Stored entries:
Segment Open
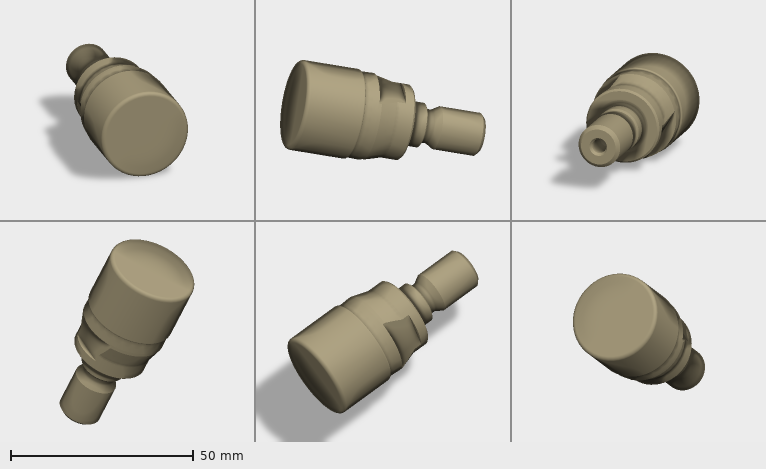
import cadquery as cq
import math

total_length = 54.0
body_radius = 12.5

pin_radius = 6.0
pin_chamfer = 1.0
pin_end = 12.7
neck_radius = 4.7
neck_end = 16.0
neck_fillet = 0.95
runout_angle = math.radians(30)

pilot_radius = 6.2
pilot_start = 17.35
pilot_end = 20.25
undercut_radius = 6.05
undercut_start = 20.95
undercut_fillet = 0.6
undercut_outer_radius = 7.45
undercut_depth = 0.15

collar_start = 22.0
collar_radius = 10.55
collar_chamfer = 0.55
flare_start = 27.2
flare_end = 32.3
flare_fillet = 2.05
shoulder_radius = 12.1
shoulder_end = 33.25
relief_radius = 12.0
body_start = 37.05
body_front_fillet = body_radius - relief_radius
body_rear_fillet = 1.0

flat_start = 24.9
flat_end = 33.0
flat_distance = 9.0
flat_tilt = 30.0

hole_radius = 2.0
hole_mouth_radius = 2.55
countersink_half_angle = math.radians(30)
hole_depth = 8.1
drill_tip_angle = math.radians(118)


def tangent_point(center_x, center_r, radius, angle):
    """Point on a profile arc, with the angle measured from +X towards +R."""
    return center_x + radius * math.cos(angle), center_r + radius * math.sin(angle)


def make_turned_body():
    cone_end_radius = neck_radius + neck_fillet * (1 - math.cos(runout_angle))
    cone_end = pin_end + (pin_radius - cone_end_radius) / math.tan(runout_angle)
    neck_start = cone_end + neck_fillet * math.sin(runout_angle)
    blend_center = (neck_start, neck_radius + neck_fillet)
    blend_middle = tangent_point(*blend_center, neck_fillet, -math.pi / 2 - runout_angle / 2)

    rise_end = (neck_end + neck_fillet, neck_radius + neck_fillet)
    rise_middle = tangent_point(neck_end, rise_end[1], neck_fillet, -math.pi / 4)

    root_x = collar_start + undercut_depth
    root_center = (root_x - undercut_fillet, undercut_radius + undercut_fillet)
    root_middle = tangent_point(*root_center, undercut_fillet, -math.pi / 4)

    flare_angle = math.atan2(shoulder_radius - collar_radius, flare_end - flare_start)
    tangent_length = flare_fillet * math.tan(flare_angle / 2)
    flare_center = (flare_start - tangent_length, collar_radius + flare_fillet)
    flare_middle = tangent_point(*flare_center, flare_fillet, -math.pi / 2 + flare_angle / 2)
    flare_tangent = tangent_point(*flare_center, flare_fillet, -math.pi / 2 + flare_angle)

    front_center = (body_start + body_front_fillet, body_radius - body_front_fillet)
    front_middle = tangent_point(*front_center, body_front_fillet, 3 * math.pi / 4)
    rear_center = (total_length - body_rear_fillet, body_radius - body_rear_fillet)
    rear_middle = tangent_point(*rear_center, body_rear_fillet, math.pi / 4)

    profile = (
        cq.Workplane("XY")
        .moveTo(0, 0)
        .lineTo(0, pin_radius - pin_chamfer)
        .lineTo(pin_chamfer, pin_radius)
        .lineTo(pin_end, pin_radius)
        .lineTo(cone_end, cone_end_radius)
        .threePointArc(blend_middle, (neck_start, neck_radius))
        .lineTo(neck_end, neck_radius)
        .threePointArc(rise_middle, rise_end)
        .lineTo(pilot_start, pilot_radius)
        .lineTo(pilot_end, pilot_radius)
        .lineTo(undercut_start, undercut_radius)
        .lineTo(root_center[0], undercut_radius)
        .threePointArc(root_middle, (root_x, root_center[1]))
        .lineTo(collar_start, undercut_outer_radius)
        .lineTo(collar_start, collar_radius - collar_chamfer)
        .lineTo(collar_start + collar_chamfer, collar_radius)
        .lineTo(flare_center[0], collar_radius)
        .threePointArc(flare_middle, flare_tangent)
        .lineTo(flare_end, shoulder_radius)
        .lineTo(shoulder_end, shoulder_radius)
        .lineTo(body_start, relief_radius)
        .threePointArc(front_middle, (front_center[0], body_radius))
        .lineTo(rear_center[0], body_radius)
        .threePointArc(rear_middle, (total_length, rear_center[1]))
        .lineTo(total_length, 0)
        .close()
    )
    return profile.revolve(360, (0, 0, 0), (1, 0, 0))


def make_flat_cutter(side):
    """Block that removes everything outside one wrench flat."""
    block = cq.Workplane("XY").box(flat_end - flat_start, body_radius, 2 * body_radius)
    block_center_y = side * (flat_distance + body_radius / 2)
    block = block.translate(((flat_start + flat_end) / 2, block_center_y, 0))
    return block.rotate((0, 0, 0), (1, 0, 0), flat_tilt)


def make_hole():
    """Countersunk blind hole with a conical drill tip."""
    tip_x = hole_depth + hole_radius / math.tan(drill_tip_angle / 2)
    countersink_depth = (hole_mouth_radius - hole_radius) / math.tan(countersink_half_angle)
    profile = cq.Workplane("XY").polyline([
        (0, 0),
        (0, hole_mouth_radius),
        (countersink_depth, hole_radius),
        (hole_depth, hole_radius),
        (tip_x, 0),
    ])
    return profile.close().revolve(360, (0, 0, 0), (1, 0, 0))


result = make_turned_body().cut(make_hole())
for side in (-1, 1):
    result = result.cut(make_flat_cutter(side))
Segment Closed
**Required action**
In the data above, please extract the lines from the first one through the line with "body_rear_fillet = 1.0", exactly, and keep pictures out.

**Solution for this exercise**
import cadquery as cq
import math

total_length = 54.0
body_radius = 12.5

pin_radius = 6.0
pin_chamfer = 1.0
pin_end = 12.7
neck_radius = 4.7
neck_end = 16.0
neck_fillet = 0.95
runout_angle = math.radians(30)

pilot_radius = 6.2
pilot_start = 17.35
pilot_end = 20.25
undercut_radius = 6.05
undercut_start = 20.95
undercut_fillet = 0.6
undercut_outer_radius = 7.45
undercut_depth = 0.15

collar_start = 22.0
collar_radius = 10.55
collar_chamfer = 0.55
flare_start = 27.2
flare_end = 32.3
flare_fillet = 2.05
shoulder_radius = 12.1
shoulder_end = 33.25
relief_radius = 12.0
body_start = 37.05
body_front_fillet = body_radius - relief_radius
body_rear_fillet = 1.0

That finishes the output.